For the first time since Nassau County Executive Laura Curran began her coronavirus pandemic news briefings on Feb. 26, she stood behind a lectern and spoke about the latest Covid-19-related numbers from the Five Towns.
On Monday, Curran spoke outside the Marion & Aaron Gural JCC’s Sustenance Hope Opportunities Place, the SHOP in Cedarhurst that houses the Rina Shkolnik Kosher Food Pantry, closets for donated clothes and office space for the social workers who help those in need with an array of services.
“I felt it was important because there was so much uncertainty and so many questions, to give people the information that we got as soon as we got it,” Curran said, explaining why she began giving the daily briefings. “What are the numbers, what are the statistics, what resources are out there to help people, what do you need to know.”
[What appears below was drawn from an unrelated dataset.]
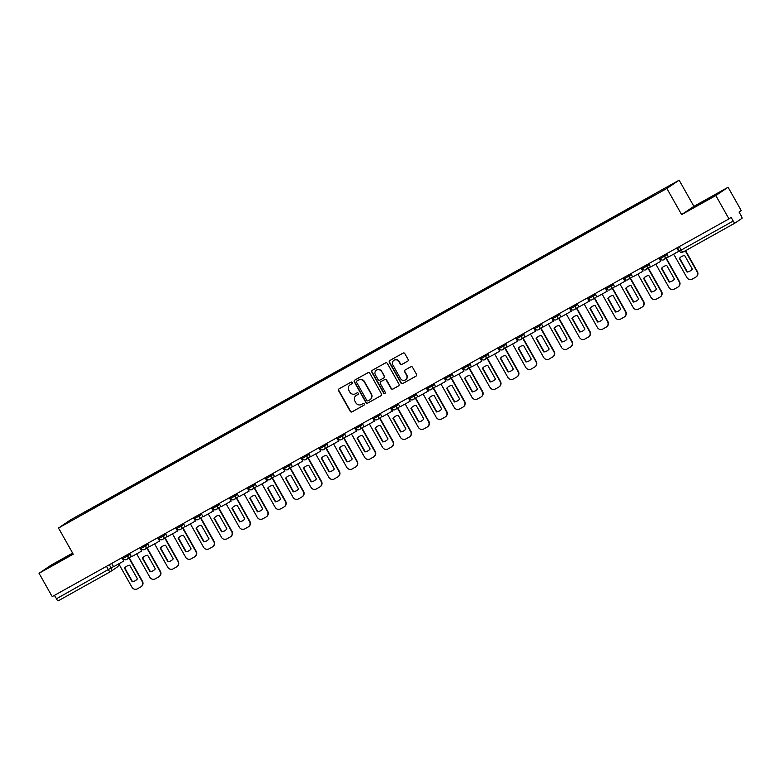 <?xml version="1.0" encoding="UTF-8"?>
<svg xmlns="http://www.w3.org/2000/svg" width="781" height="781" viewBox="0 0 781 781"><rect width="100%" height="100%" fill="white"/><g stroke="black" fill="none" stroke-linecap="round" stroke-linejoin="round"><path stroke-width="1.17" d="M352.241 382.534A0.927 0.898 -124 0 0 351.001 382.173L339.032 388.85A1.318 1.289 -124 0 0 338.554 390.627L350.239 411.353A1.318 1.289 -124 0 0 352.016 411.88L363.975 405.202A0.927 0.898 -124 0 0 364.317 403.953A0.927 0.898 -124 0 0 363.067 403.592L361.525 404.451A4.227 4.13 -124 0 1 355.843 402.781L354.867 401.053A4.227 4.13 -124 0 1 356.4 395.352L357.942 394.493A0.927 0.898 -124 0 0 358.284 393.243A0.927 0.898 -124 0 0 357.034 392.882L355.492 393.741A4.227 4.13 -124 0 1 349.81 392.072L348.834 390.344A4.227 4.13 -124 0 1 350.366 384.642L351.909 383.783A0.927 0.898 -124 0 0 352.241 382.534M407.643 361.232A1.318 1.289 -124 0 0 408.121 359.445L404.841 353.637A1.318 1.289 -124 0 0 403.064 353.11L389.778 360.529A1.318 1.289 -124 0 0 389.299 362.306L400.975 383.041A1.318 1.289 -124 0 0 402.752 383.559L416.039 376.139A1.318 1.289 -124 0 0 416.517 374.363L412.563 367.334A1.318 1.289 -124 0 0 410.786 366.816L405.095 369.989A1.318 1.289 -124 0 0 404.617 371.766L406.589 375.251A3.534 3.446 -124 0 1 405.544 379.869A3.534 3.446 -124 0 1 400.555 378.619L392.872 364.971A3.534 3.446 -124 0 1 393.907 360.353A3.534 3.446 -124 0 1 398.896 361.603L400.175 363.878A1.318 1.289 -124 0 0 401.951 364.405L407.819 361.115M666.876 188.465L681.618 214.619L715.816 195.543L728.966 218.885L52.2 596.625L39.05 573.274L73.248 554.188L58.507 528.024L666.876 188.465L679.148 180.186L70.778 519.755L58.507 528.024M369.813 373.181A1.318 1.289 -124 0 0 368.036 372.664L354.75 380.083A1.318 1.289 -124 0 0 354.271 381.86L365.947 402.586A1.318 1.289 -124 0 0 367.724 403.113L381.011 395.694A1.318 1.289 -124 0 0 381.489 393.917L369.813 373.181M372.264 370.301L385.55 362.882A1.318 1.289 -124 0 1 387.327 363.409L399.003 384.135A1.318 1.289 -124 0 1 398.525 385.921L392.843 389.094A1.318 1.289 -124 0 1 391.066 388.567L386.331 380.162A1.318 1.289 -124 0 0 384.555 379.644L380.777 381.743A1.318 1.289 -124 0 0 380.308 383.53L385.238 392.277A0.927 0.898 -124 0 1 384.965 393.487A0.927 0.898 -124 0 1 383.656 393.155L371.785 372.088A1.318 1.289 -124 0 1 372.264 370.301M715.816 195.543L728.087 187.264L741.247 210.606L739.07 212.071L741.12 215.712A2.694 0.586 60.8 0 1 741.95 218.387L734.999 223.073A2.694 0.586 60.8 0 1 734.989 223.073L683.024 252.087A2.694 0.586 -119.2 0 1 683.014 252.087A2.694 0.586 -119.2 0 1 681.208 250.066L733.193 221.052A2.694 0.586 60.8 0 0 734.989 223.073L683.014 252.087A2.694 2.694 0 0 1 679.353 251.062L681.208 250.066L679.265 246.62M72.633 553.104L51.321 564.995L39.05 573.274M728.087 187.264L693.889 206.35L679.148 180.186M728.966 218.885L731.143 217.421L733.193 221.052M118.38 564.058A2.694 2.626 -124 0 1 117.355 566.996L110.404 571.682A2.694 2.626 -124 0 1 110.219 571.799A2.694 0.586 -119.2 0 1 110.209 571.799L58.243 600.804A2.694 0.586 -119.2 0 1 58.233 600.814A2.694 0.586 -119.2 0 1 56.427 598.793L113.499 566.615M54.485 595.347L56.427 598.793M84.192 513.283L88.419 510.92M653.629 195.387L88.273 510.462M653.502 194.977L84.153 513.244M72.858 553.495L50.531 566.313L72.994 553.739M681.618 214.619L693.889 206.35M716.607 194.225L691.722 208.429L716.607 194.225M352.085 383.656L350.61 384.477A4.227 4.13 -124 0 0 350.2 384.74M356.234 395.45A4.227 4.13 -124 0 1 356.644 395.186L358.118 394.366M339.071 388.831A1.318 1.289 -124 0 0 338.808 390.461L350.484 411.196A1.318 1.289 -124 0 0 352.26 411.714L364.151 405.075M354.789 380.054A1.318 1.289 -124 0 0 354.515 381.694L366.191 402.42A1.318 1.289 -124 0 0 367.968 402.947L381.216 395.547M356.897 381.001A0.927 0.898 -124 0 0 356.556 382.251L366.816 400.438A0.927 0.898 -124 0 0 368.056 400.809L369.686 399.892A4.227 4.13 -124 0 0 371.219 394.2L364.21 381.763A4.227 4.13 -124 0 0 358.528 380.093L357.142 380.835A0.927 0.898 -124 0 0 357.015 380.913M370.096 399.638A4.227 4.13 -124 0 0 371.463 394.034L371.219 394.2M357.142 380.835L358.772 379.927A4.227 4.13 -124 0 1 364.454 381.597L371.463 394.034M398.73 385.775L392.843 389.094M380.855 381.694A1.318 1.289 -124 0 1 381.03 381.577L384.799 379.478A1.318 1.289 -124 0 1 386.575 379.996L391.31 388.401A1.318 1.289 -124 0 0 393.087 388.928M372.303 370.282A1.318 1.289 -124 0 0 372.029 371.922L383.901 392.989A0.927 0.898 -124 0 0 385.082 393.39M381.411 371.444A3.534 3.446 -124 0 0 376.422 370.194A3.534 3.446 -124 0 0 375.388 374.802L378.102 379.615A1.318 1.289 -124 0 0 379.869 380.132L383.647 378.024A1.318 1.289 -124 0 0 384.125 376.247L381.655 371.278A3.534 3.446 -124 0 0 376.549 370.106M383.891 377.858A1.318 1.289 -124 0 0 384.369 376.081L384.125 376.247M381.655 371.278L384.369 376.081M394.034 360.275A3.534 3.446 -124 0 1 399.14 361.437L400.419 363.712A1.318 1.289 -124 0 0 402.195 364.239L407.848 361.086M405.671 379.781A3.534 3.446 -124 0 0 406.833 375.085L406.589 375.251M405.144 369.969A1.318 1.289 -124 0 0 404.87 371.6L406.833 375.085M389.817 360.51A1.318 1.289 -124 0 0 389.543 362.14L401.219 382.875A1.318 1.289 -124 0 0 402.996 383.393L416.039 376.139M129.256 557.81L142.484 581.298A4.042 3.944 56 0 1 141.302 586.57L140.98 586.785A4.042 3.944 56 0 1 140.707 586.951L137.378 588.815A4.042 3.944 -124 0 1 131.95 587.214L118.78 563.833M135.806 580.381A8.347 8.142 56 0 1 132.467 581.581L124.784 567.953A8.347 8.142 -124 0 1 126.405 566.42M122.246 557.527L123.788 561.041L113.577 566.742L111.703 563.413M123.788 561.041L121.914 557.712M128.933 558.024L142.171 581.513A4.042 3.944 56 0 1 140.98 586.785M124.472 568.168L132.145 581.796A8.347 8.142 56 0 0 137.427 578.848L129.744 565.229A8.347 8.142 -124 0 0 124.472 568.168L124.784 567.953M147.15 547.823L160.388 571.311A4.042 3.944 56 0 1 159.197 576.583L158.885 576.798A4.042 3.944 56 0 1 158.611 576.964L155.282 578.819A4.042 3.944 -124 0 1 149.854 577.218L136.685 553.846M153.701 570.394A8.347 8.142 56 0 1 150.362 571.594L142.689 557.966A8.347 8.142 -124 0 1 144.309 556.433M140.15 547.54L141.683 551.054L131.472 556.746L129.597 553.426M141.683 551.054L139.809 547.725M146.838 548.037L160.066 571.526A4.042 3.944 56 0 1 158.885 576.798M142.367 558.181L150.05 571.809A8.347 8.142 56 0 0 155.321 568.861L147.648 555.232A8.347 8.142 -124 0 0 142.367 558.181L142.689 557.966M165.055 537.836L178.283 561.314A4.042 3.944 56 0 1 177.102 566.586L176.779 566.801A4.042 3.944 56 0 1 176.506 566.967L173.177 568.832A4.042 3.944 -124 0 1 167.759 567.231L154.579 543.849M171.605 560.407A8.347 8.142 56 0 1 168.266 561.598L160.583 547.969A8.347 8.142 -124 0 1 162.204 546.436M158.045 537.543L159.588 541.057L149.376 546.759L147.502 543.43M159.588 541.057L157.713 537.728M164.732 538.05L177.97 561.529A4.042 3.944 56 0 1 176.779 566.801M160.271 548.194L167.944 561.812A8.347 8.142 56 0 0 173.226 558.874L165.543 545.245A8.347 8.142 -124 0 0 160.271 548.194L160.583 547.969M182.949 527.839L196.187 551.327A4.042 3.944 56 0 1 195.006 556.599L194.684 556.814A4.042 3.944 56 0 1 194.41 556.98L191.081 558.835A4.042 3.944 -124 0 1 185.653 557.243L172.484 533.862M189.51 550.41A8.347 8.142 56 0 1 186.161 551.611L178.488 537.982A8.347 8.142 -124 0 1 180.108 536.449M175.95 527.556L177.804 530.855L167.28 536.772L165.396 533.443M177.492 531.07L175.618 527.741M182.637 528.054L195.865 551.542A4.042 3.944 56 0 1 194.684 556.814M178.166 538.197L185.849 551.825A8.347 8.142 56 0 0 191.12 548.877L183.447 535.249A8.347 8.142 -124 0 0 178.166 538.197L178.488 537.982M200.854 517.852L214.082 541.331A4.042 3.944 56 0 1 212.901 546.602L212.578 546.817A4.042 3.944 56 0 1 212.305 546.993L208.976 548.848A4.042 3.944 -124 0 1 203.558 547.247L190.379 523.875M207.404 540.423A8.347 8.142 56 0 1 204.066 541.614L196.382 527.995A8.347 8.142 -124 0 1 198.003 526.462M193.844 517.559L195.387 521.073L185.175 526.775L183.301 523.446M195.387 521.073L193.512 517.744M200.532 518.067L213.769 541.545A4.042 3.944 56 0 1 212.578 546.817M196.07 528.21L203.743 541.838A8.347 8.142 56 0 0 209.025 538.89L201.342 525.262A8.347 8.142 -124 0 0 196.07 528.21L196.382 527.995M218.758 507.855L231.986 531.344A4.042 3.944 56 0 1 230.805 536.615L230.483 536.83A4.042 3.944 56 0 1 230.21 536.996L226.88 538.861A4.042 3.944 -124 0 1 221.453 537.26L208.283 513.878M225.309 530.426A8.347 8.142 56 0 1 221.97 531.627L214.287 517.998A8.347 8.142 -124 0 1 215.907 516.466M211.749 507.572L213.291 511.086L203.08 516.788L201.205 513.459M213.291 511.086L211.417 507.757M218.436 508.07L231.664 531.558A4.042 3.944 56 0 1 230.483 536.83M213.965 518.213L221.648 531.841A8.347 8.142 56 0 0 226.929 528.893L219.246 515.275A8.347 8.142 -124 0 0 213.965 518.213L214.287 517.998M236.653 497.868L249.891 521.357A4.042 3.944 56 0 1 248.7 526.619L248.387 526.843A4.042 3.944 56 0 1 248.104 527.009L244.785 528.864A4.042 3.944 -124 0 1 239.357 527.263L226.178 503.891M243.203 520.439A8.347 8.142 56 0 1 239.865 521.64L232.191 508.011A8.347 8.142 -124 0 1 233.802 506.478M229.653 497.575L231.186 501.099L220.974 506.791L219.1 503.472M231.186 501.099L229.311 497.77M236.331 498.083L249.569 521.571A4.042 3.944 56 0 1 248.387 526.843M231.869 508.226L239.542 521.854A8.347 8.142 56 0 0 244.824 518.906L237.151 505.278A8.347 8.142 -124 0 0 231.869 508.226L232.191 508.011M254.557 487.881L267.785 511.36A4.042 3.944 56 0 1 266.604 516.632L266.282 516.846A4.042 3.944 56 0 1 266.009 517.012L262.68 518.877A4.042 3.944 -124 0 1 257.252 517.276L244.082 493.895M261.108 510.452A8.347 8.142 56 0 1 257.769 511.643L250.086 498.014A8.347 8.142 -124 0 1 251.707 496.482M247.548 487.588L249.09 491.103L238.879 496.804L237.004 493.475M249.09 491.103L247.216 487.774M254.235 488.096L267.463 511.575A4.042 3.944 56 0 1 266.282 516.846M249.764 498.229L257.447 511.858A8.347 8.142 56 0 0 262.728 508.919L255.045 495.291A8.347 8.142 -124 0 0 249.764 498.229L250.086 498.014M272.452 477.884L285.69 501.373A4.042 3.944 56 0 1 284.499 506.644L284.186 506.859A4.042 3.944 56 0 1 283.913 507.025L280.584 508.88A4.042 3.944 -124 0 1 275.156 507.289L261.986 483.908M279.002 500.455A8.347 8.142 56 0 1 275.664 501.656L267.99 488.027A8.347 8.142 -124 0 1 269.611 486.495M265.452 477.601L267.307 480.901L256.773 486.817L254.899 483.488M266.985 481.116L265.11 477.787M272.139 478.099L285.368 501.587A4.042 3.944 56 0 1 284.186 506.859M267.668 488.242L275.351 501.871A8.347 8.142 56 0 0 280.623 498.922L272.95 485.294A8.347 8.142 -124 0 0 267.668 488.242L267.99 488.027M290.356 467.897L303.584 491.376A4.042 3.944 56 0 1 302.403 496.648L302.081 496.862A4.042 3.944 56 0 1 301.808 497.038L298.479 498.893A4.042 3.944 -124 0 1 293.051 497.292L279.881 473.921M296.907 490.468A8.347 8.142 56 0 1 293.568 491.659L285.885 478.04A8.347 8.142 -124 0 1 287.506 476.508M283.347 467.604L284.889 471.119L274.678 476.82L272.803 473.491M284.889 471.119L283.015 467.79M290.034 468.112L303.272 491.591A4.042 3.944 56 0 1 302.081 496.862M285.573 478.255L293.246 491.874A8.347 8.142 56 0 0 298.527 488.935L290.844 475.307A8.347 8.142 -124 0 0 285.573 478.255L285.885 478.04M308.251 457.9L321.489 481.389A4.042 3.944 56 0 1 320.308 486.661L319.985 486.875A4.042 3.944 56 0 1 319.712 487.041L316.383 488.906A4.042 3.944 -124 0 1 310.955 487.305L297.786 463.924M314.802 480.471A8.347 8.142 56 0 1 311.463 481.672L303.789 468.044A8.347 8.142 -124 0 1 305.41 466.511M301.251 457.617L302.794 461.132L292.572 466.833L290.698 463.504M302.794 461.132L300.91 457.803M307.939 458.115L321.167 481.604A4.042 3.944 56 0 1 319.985 486.875M303.467 468.258L311.15 481.887A8.347 8.142 56 0 0 316.422 478.938L308.749 465.32A8.347 8.142 -124 0 0 303.467 468.258L303.789 468.044M326.155 447.913L339.384 471.392A4.042 3.944 56 0 1 338.202 476.664L337.88 476.888A4.042 3.944 56 0 1 337.607 477.054L334.278 478.909A4.042 3.944 -124 0 1 328.86 477.308L315.68 453.937M332.706 470.484A8.347 8.142 56 0 1 329.367 471.685L321.684 458.056A8.347 8.142 -124 0 1 323.305 456.524M319.146 447.62L320.688 451.145L310.477 456.836L308.602 453.507M320.688 451.145L318.814 447.816M325.833 448.128L339.071 471.617A4.042 3.944 56 0 1 337.88 476.888M321.372 458.271L329.045 471.9A8.347 8.142 56 0 0 334.327 468.951L326.643 455.323A8.347 8.142 -124 0 0 321.372 458.271L321.684 458.056M344.05 437.926L357.288 461.405A4.042 3.944 56 0 1 356.107 466.677L355.785 466.892A4.042 3.944 56 0 1 355.511 467.058L352.182 468.922A4.042 3.944 -124 0 1 346.754 467.321L333.585 443.94M350.61 460.487A8.347 8.142 56 0 1 347.262 461.688L339.589 448.06A8.347 8.142 -124 0 1 341.209 446.527M337.05 437.633L338.905 440.933L328.381 446.849L326.497 443.52M338.593 441.148L336.718 437.819M343.738 438.141L356.966 461.62A4.042 3.944 56 0 1 355.785 466.892M339.266 448.274L346.949 461.903A8.347 8.142 56 0 0 352.221 458.955L344.548 445.336A8.347 8.142 -124 0 0 339.266 448.274L339.589 448.06M361.954 427.929L375.183 451.418A4.042 3.944 56 0 1 374.001 456.69L373.689 456.905A4.042 3.944 56 0 1 373.406 457.07L370.077 458.925A4.042 3.944 -124 0 1 364.659 457.334L351.479 433.953M368.505 450.5A8.347 8.142 56 0 1 365.166 451.701L357.493 438.073A8.347 8.142 -124 0 1 359.104 436.54M354.945 427.646L356.487 431.161L346.276 436.862L344.401 433.533M356.487 431.161L354.613 427.832M361.632 428.144L374.87 451.633A4.042 3.944 56 0 1 373.689 456.905M357.171 438.287L364.844 451.916A8.347 8.142 56 0 0 370.126 448.968L362.443 435.339A8.347 8.142 -124 0 0 357.171 438.287L357.493 438.073M379.859 417.942L393.087 441.421A4.042 3.944 56 0 1 391.906 446.693L391.584 446.908A4.042 3.944 56 0 1 391.31 447.083L387.981 448.938A4.042 3.944 -124 0 1 382.553 447.337L369.384 423.966M386.41 440.513A8.347 8.142 56 0 1 383.071 441.704L375.388 428.086A8.347 8.142 -124 0 1 377.008 426.553M372.849 417.65L374.392 421.164L364.18 426.865L362.306 423.536M374.392 421.164L372.517 417.835M379.537 418.157L392.765 441.636A4.042 3.944 56 0 1 391.584 446.908M375.065 428.3L382.749 441.919A8.347 8.142 56 0 0 388.03 438.981L380.347 425.352A8.347 8.142 -124 0 0 375.065 428.3L375.388 428.086M397.754 407.946L410.991 431.434A4.042 3.944 56 0 1 409.8 436.706L409.488 436.921A4.042 3.944 56 0 1 409.205 437.087L405.886 438.942A4.042 3.944 -124 0 1 400.458 437.35L387.288 413.969M404.304 430.516A8.347 8.142 56 0 1 400.965 431.717L393.292 418.089A8.347 8.142 -124 0 1 394.903 416.556M390.754 407.662L392.609 410.962L382.075 416.878L380.201 413.549M392.287 411.177L390.412 407.848M397.431 408.16L410.669 431.649A4.042 3.944 56 0 1 409.488 436.921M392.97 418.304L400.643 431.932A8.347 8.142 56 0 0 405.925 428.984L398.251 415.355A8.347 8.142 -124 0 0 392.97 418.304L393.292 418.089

Curran ran down the updated Covid-19 numbers for Nassau County as she usually does. She noted that Wednesday, June 24, with the numbers the way they are, the county will be moving into Phase Three. “We are taking note of the spikes in other parts of the country, but in Nassau County the numbers continue to decline as residents are using common sense,” she said, a reference to wearing face masks in public and keeping to the recommended space of six-feet apart for social distancing. “It is so essential to get this economy cracking again.”
In Phase Three, restaurants will be permitted to open for inside, in-person dining, provided employees and patrons wear masks, and six feet of social distancing is maintained between tables. Spas and tattoo parlors will also be allowed to reopen. Restaurants will only be permitted to reopen indoors at 50 percent capacity, according to the governor’s New York Forward website. The maximum number of people per table will be 10.
Immediately before Curran spoke, Michael Kerr, a Gural JCC board member and a United Jewish Appeal Federation of New York committee member, noted that the UJA has donated more than $46 million to philanthropic causes in the metropolitan area through the pandemic. “For a broad range of essential services, including an interest-free loan program and personal protective equipment for essential workers,” Kerr said. The UJA is a sponsor of the Gural JCC.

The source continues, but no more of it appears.